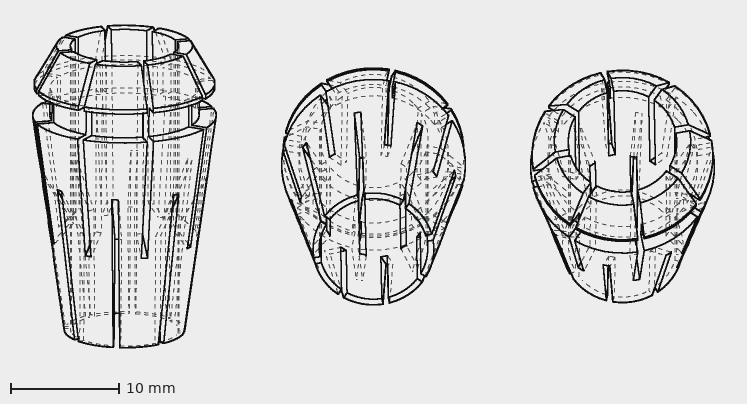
import cadquery as cq
import math

length = 27.5
bore_radius = 5.0

body_height = 20.75
body_top_radius = 8.5
body_half_angle = 8.0
body_bottom_radius = body_top_radius - body_height * math.tan(math.radians(body_half_angle))

neck_radius = 6.9
head_bottom = 23.5
head_rim_top = 23.92
head_radius = 8.35
head_half_angle = 30.0
head_top_radius = head_radius - (length - head_rim_top) * math.tan(math.radians(head_half_angle))

slot_count = 8
slot_pitch = 360.0 / slot_count
slot_width = 0.6
slot_tilt = -0.5
tilt_height = 9.08
upper_slot_floor = 9.0
upper_floor_angle = -45.0
lower_slot_roof = 15.0
lower_roof_angle = 60.0

cut_overrun = 1.38
cut_inner = bore_radius - cut_overrun
cut_outer = body_top_radius + cut_overrun


def taper_radius(height):
    """Outer radius of the tapered body at a height."""
    return body_bottom_radius + height * math.tan(math.radians(body_half_angle))


def collet_blank():
    """Turned sleeve without slots."""
    return (
        cq.Workplane("XZ")
        .moveTo(bore_radius, 0)
        .lineTo(body_bottom_radius, 0)
        .lineTo(body_top_radius, body_height)
        .lineTo(neck_radius, body_height)
        .lineTo(neck_radius, head_bottom)
        .lineTo(head_radius, head_bottom)
        .lineTo(head_radius, head_rim_top)
        .lineTo(head_top_radius, length)
        .lineTo(bore_radius, length)
        .close()
        .revolve(360, (0, 0, 0), (0, 1, 0))
    )


def slot_cutter(open_end, end_height, end_angle):
    """Slot along +X from an open end to a sloping end that meets the taper at end_height."""
    end_slope = math.tan(math.radians(end_angle))
    meet_radius = taper_radius(end_height)
    inner_end = end_height + end_slope * (cut_inner - meet_radius)
    outer_end = end_height + end_slope * (cut_outer - meet_radius)
    outline = [
        (cut_inner, open_end),
        (cut_outer, open_end),
        (cut_outer, outer_end),
        (cut_inner, inner_end),
    ]
    cutter = cq.Workplane("XZ").polyline(outline).close().extrude(slot_width / 2, both=True)
    return cutter.rotate((0, 0, tilt_height), (1, 0, tilt_height), slot_tilt)


upper_slot = slot_cutter(length + cut_overrun, upper_slot_floor, upper_floor_angle)
lower_slot = slot_cutter(-cut_overrun, lower_slot_roof, lower_roof_angle)

result = collet_blank()
for index in range(slot_count):
    angle = index * slot_pitch
    result = result.cut(upper_slot.rotate((0, 0, 0), (0, 0, 1), angle))
    result = result.cut(lower_slot.rotate((0, 0, 0), (0, 0, 1), angle + slot_pitch / 2))
━━━━━━━━━━━━━━━━━━━━━━━━━━━━━━
• **Brief**: Nothing but the pictures is to be left out; the rest of the listing should be copied exactly.

• **Output of the exercise**:
import cadquery as cq
import math

length = 27.5
bore_radius = 5.0

body_height = 20.75
body_top_radius = 8.5
body_half_angle = 8.0
body_bottom_radius = body_top_radius - body_height * math.tan(math.radians(body_half_angle))

neck_radius = 6.9
head_bottom = 23.5
head_rim_top = 23.92
head_radius = 8.35
head_half_angle = 30.0
head_top_radius = head_radius - (length - head_rim_top) * math.tan(math.radians(head_half_angle))

slot_count = 8
slot_pitch = 360.0 / slot_count
slot_width = 0.6
slot_tilt = -0.5
tilt_height = 9.08
upper_slot_floor = 9.0
upper_floor_angle = -45.0
lower_slot_roof = 15.0
lower_roof_angle = 60.0

cut_overrun = 1.38
cut_inner = bore_radius - cut_overrun
cut_outer = body_top_radius + cut_overrun


def taper_radius(height):
    """Outer radius of the tapered body at a height."""
    return body_bottom_radius + height * math.tan(math.radians(body_half_angle))


def collet_blank():
    """Turned sleeve without slots."""
    return (
        cq.Workplane("XZ")
        .moveTo(bore_radius, 0)
        .lineTo(body_bottom_radius, 0)
        .lineTo(body_top_radius, body_height)
        .lineTo(neck_radius, body_height)
        .lineTo(neck_radius, head_bottom)
        .lineTo(head_radius, head_bottom)
        .lineTo(head_radius, head_rim_top)
        .lineTo(head_top_radius, length)
        .lineTo(bore_radius, length)
        .close()
        .revolve(360, (0, 0, 0), (0, 1, 0))
    )


def slot_cutter(open_end, end_height, end_angle):
    """Slot along +X from an open end to a sloping end that meets the taper at end_height."""
    end_slope = math.tan(math.radians(end_angle))
    meet_radius = taper_radius(end_height)
    inner_end = end_height + end_slope * (cut_inner - meet_radius)
    outer_end = end_height + end_slope * (cut_outer - meet_radius)
    outline = [
        (cut_inner, open_end),
        (cut_outer, open_end),
        (cut_outer, outer_end),
        (cut_inner, inner_end),
    ]
    cutter = cq.Workplane("XZ").polyline(outline).close().extrude(slot_width / 2, both=True)
    return cutter.rotate((0, 0, tilt_height), (1, 0, tilt_height), slot_tilt)


upper_slot = slot_cutter(length + cut_overrun, upper_slot_floor, upper_floor_angle)
lower_slot = slot_cutter(-cut_overrun, lower_slot_roof, lower_roof_angle)

result = collet_blank()
for index in range(slot_count):
    angle = index * slot_pitch
    result = result.cut(upper_slot.rotate((0, 0, 0), (0, 0, 1), angle))
    result = result.cut(lower_slot.rotate((0, 0, 0), (0, 0, 1), angle + slot_pitch / 2))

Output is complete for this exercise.